Start of Data provided
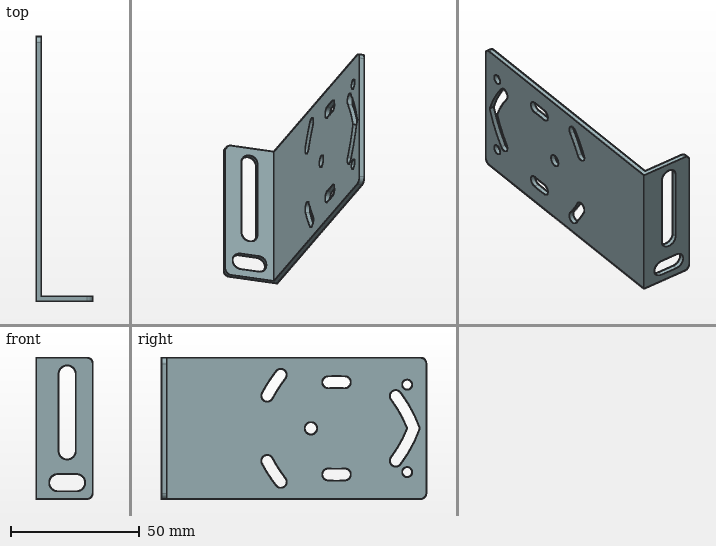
import cadquery as cq
import math

length = 103.0
height = 55.0
flange_width = 22.0
thickness = 2.1
corner_radius = 2.4
mid_z = height / 2

pivot_y = 58.1
pivot_diameter = 4.7
pin_y = 95.5
pin_z = 17.0
pin_diameter = 3.8
slot_width = 4.5
slot_radius = slot_width / 2
side_slot_ends = ((64.8, 17.9), (71.3, 17.9))
side_slot_rise = 0.1
slanted_slot_ends = ((41.1, 12.7), (46.4, 20.8))
slanted_slot_rise = 0.2
chevron_tip = (98.0, 0.0)
chevron_end = (91.1, 12.6)
chevron_rise = 0.5

flange_slot_width = 6.6
flange_slot_margin = 3.1
flange_slot_x = 12.0
tall_slot_length = 36.5
wide_slot_length = 13.9


def arc_center(start, end, rise):
    """Centre and radius of the arc that bows to the left of start -> end by rise."""
    dy = end[0] - start[0]
    dz = end[1] - start[1]
    chord = math.hypot(dy, dz)
    radius = chord**2 / (8 * rise) + rise / 2
    drop = radius - rise
    center = ((start[0] + end[0]) / 2 + drop * dz / chord,
              (start[1] + end[1]) / 2 - drop * dy / chord)
    return center, radius


def on_circle(center, radius, angle):
    return (center[0] + radius * math.cos(angle), center[1] + radius * math.sin(angle))


def angle_to(center, point):
    return math.atan2(point[1] - center[1], point[0] - center[0])


def plate_plane():
    return cq.Workplane("YZ", origin=(0, 0, mid_z))


def curved_slot(start, end, rise):
    """Round-ended cutter whose middle line is an arc."""
    center, radius = arc_center(start, end, rise)
    first = angle_to(center, start)
    last = angle_to(center, end)
    middle = (first + last) / 2
    outer = radius + slot_radius
    inner = radius - slot_radius
    band = (
        plate_plane()
        .moveTo(*on_circle(center, outer, first))
        .threePointArc(on_circle(center, outer, middle), on_circle(center, outer, last))
        .lineTo(*on_circle(center, inner, last))
        .threePointArc(on_circle(center, inner, middle), on_circle(center, inner, first))
        .close()
        .extrude(thickness)
    )
    caps = plate_plane().pushPoints([start, end]).circle(slot_radius).extrude(thickness)
    return band.union(caps)


def chevron_arm():
    """Upper arm of the chevron slot, ending flat on the plate's middle line."""
    center, radius = arc_center(chevron_end, chevron_tip, chevron_rise)
    end_angle = angle_to(center, chevron_end)
    outer = radius + slot_radius
    inner = radius - slot_radius
    outer_angle = math.asin(-center[1] / outer)
    inner_angle = math.asin(-center[1] / inner)
    arm = (
        plate_plane()
        .moveTo(*on_circle(center, outer, outer_angle))
        .threePointArc(on_circle(center, outer, (outer_angle + end_angle) / 2),
                       on_circle(center, outer, end_angle))
        .lineTo(*on_circle(center, inner, end_angle))
        .threePointArc(on_circle(center, inner, (inner_angle + end_angle) / 2),
                       on_circle(center, inner, inner_angle))
        .close()
        .extrude(thickness)
    )
    cap = plate_plane().center(*chevron_end).circle(slot_radius).extrude(thickness)
    return arm.union(cap)


def mirrored_pair(cutter):
    """The cutter together with its mirror image about the plate's middle line."""
    return cutter.union(cutter.mirror("XY", (0, 0, mid_z)))


def rounded_plate():
    plate = cq.Workplane("XY").box(thickness, length, height, centered=False)
    return plate.edges("|X and >Y").fillet(corner_radius)


def rounded_flange():
    flange = cq.Workplane("XY").box(flange_width, thickness, height, centered=False)
    return flange.edges("|Y and >X").fillet(corner_radius)


def flange_slot(z, slot_length, angle):
    return (
        cq.Workplane("XZ", origin=(flange_slot_x, thickness, z))
        .slot2D(slot_length, flange_slot_width, angle)
        .extrude(thickness)
    )


result = rounded_plate().union(rounded_flange())

result = result.cut(plate_plane().center(pivot_y, 0).circle(pivot_diameter / 2).extrude(thickness))
pin_places = [(pin_y, pin_z), (pin_y, -pin_z)]
result = result.cut(plate_plane().pushPoints(pin_places).circle(pin_diameter / 2).extrude(thickness))

for cutter in (
    curved_slot(*side_slot_ends, side_slot_rise),
    curved_slot(*slanted_slot_ends, slanted_slot_rise),
    chevron_arm(),
):
    result = result.cut(mirrored_pair(cutter))

tall_slot_z = height - flange_slot_margin - tall_slot_length / 2
wide_slot_z = flange_slot_margin + flange_slot_width / 2
result = result.cut(flange_slot(tall_slot_z, tall_slot_length, 90))
result = result.cut(flange_slot(wide_slot_z, wide_slot_length, 0))
End of Data provided
**Exercise brief:** An exact copy of the lines above between the line holding "return math.atan2(point[1] - center[1], point[0]" and the line holding "on_circle(center, inner, inner_angle))", inclusive, is the whole answer.

**Solution to the exercise:**
    return math.atan2(point[1] - center[1], point[0] - center[0])


def plate_plane():
    return cq.Workplane("YZ", origin=(0, 0, mid_z))


def curved_slot(start, end, rise):
    """Round-ended cutter whose middle line is an arc."""
    center, radius = arc_center(start, end, rise)
    first = angle_to(center, start)
    last = angle_to(center, end)
    middle = (first + last) / 2
    outer = radius + slot_radius
    inner = radius - slot_radius
    band = (
        plate_plane()
        .moveTo(*on_circle(center, outer, first))
        .threePointArc(on_circle(center, outer, middle), on_circle(center, outer, last))
        .lineTo(*on_circle(center, inner, last))
        .threePointArc(on_circle(center, inner, middle), on_circle(center, inner, first))
        .close()
        .extrude(thickness)
    )
    caps = plate_plane().pushPoints([start, end]).circle(slot_radius).extrude(thickness)
    return band.union(caps)


def chevron_arm():
    """Upper arm of the chevron slot, ending flat on the plate's middle line."""
    center, radius = arc_center(chevron_end, chevron_tip, chevron_rise)
    end_angle = angle_to(center, chevron_end)
    outer = radius + slot_radius
    inner = radius - slot_radius
    outer_angle = math.asin(-center[1] / outer)
    inner_angle = math.asin(-center[1] / inner)
    arm = (
        plate_plane()
        .moveTo(*on_circle(center, outer, outer_angle))
        .threePointArc(on_circle(center, outer, (outer_angle + end_angle) / 2),
                       on_circle(center, outer, end_angle))
        .lineTo(*on_circle(center, inner, end_angle))
        .threePointArc(on_circle(center, inner, (inner_angle + end_angle) / 2),
                       on_circle(center, inner, inner_angle))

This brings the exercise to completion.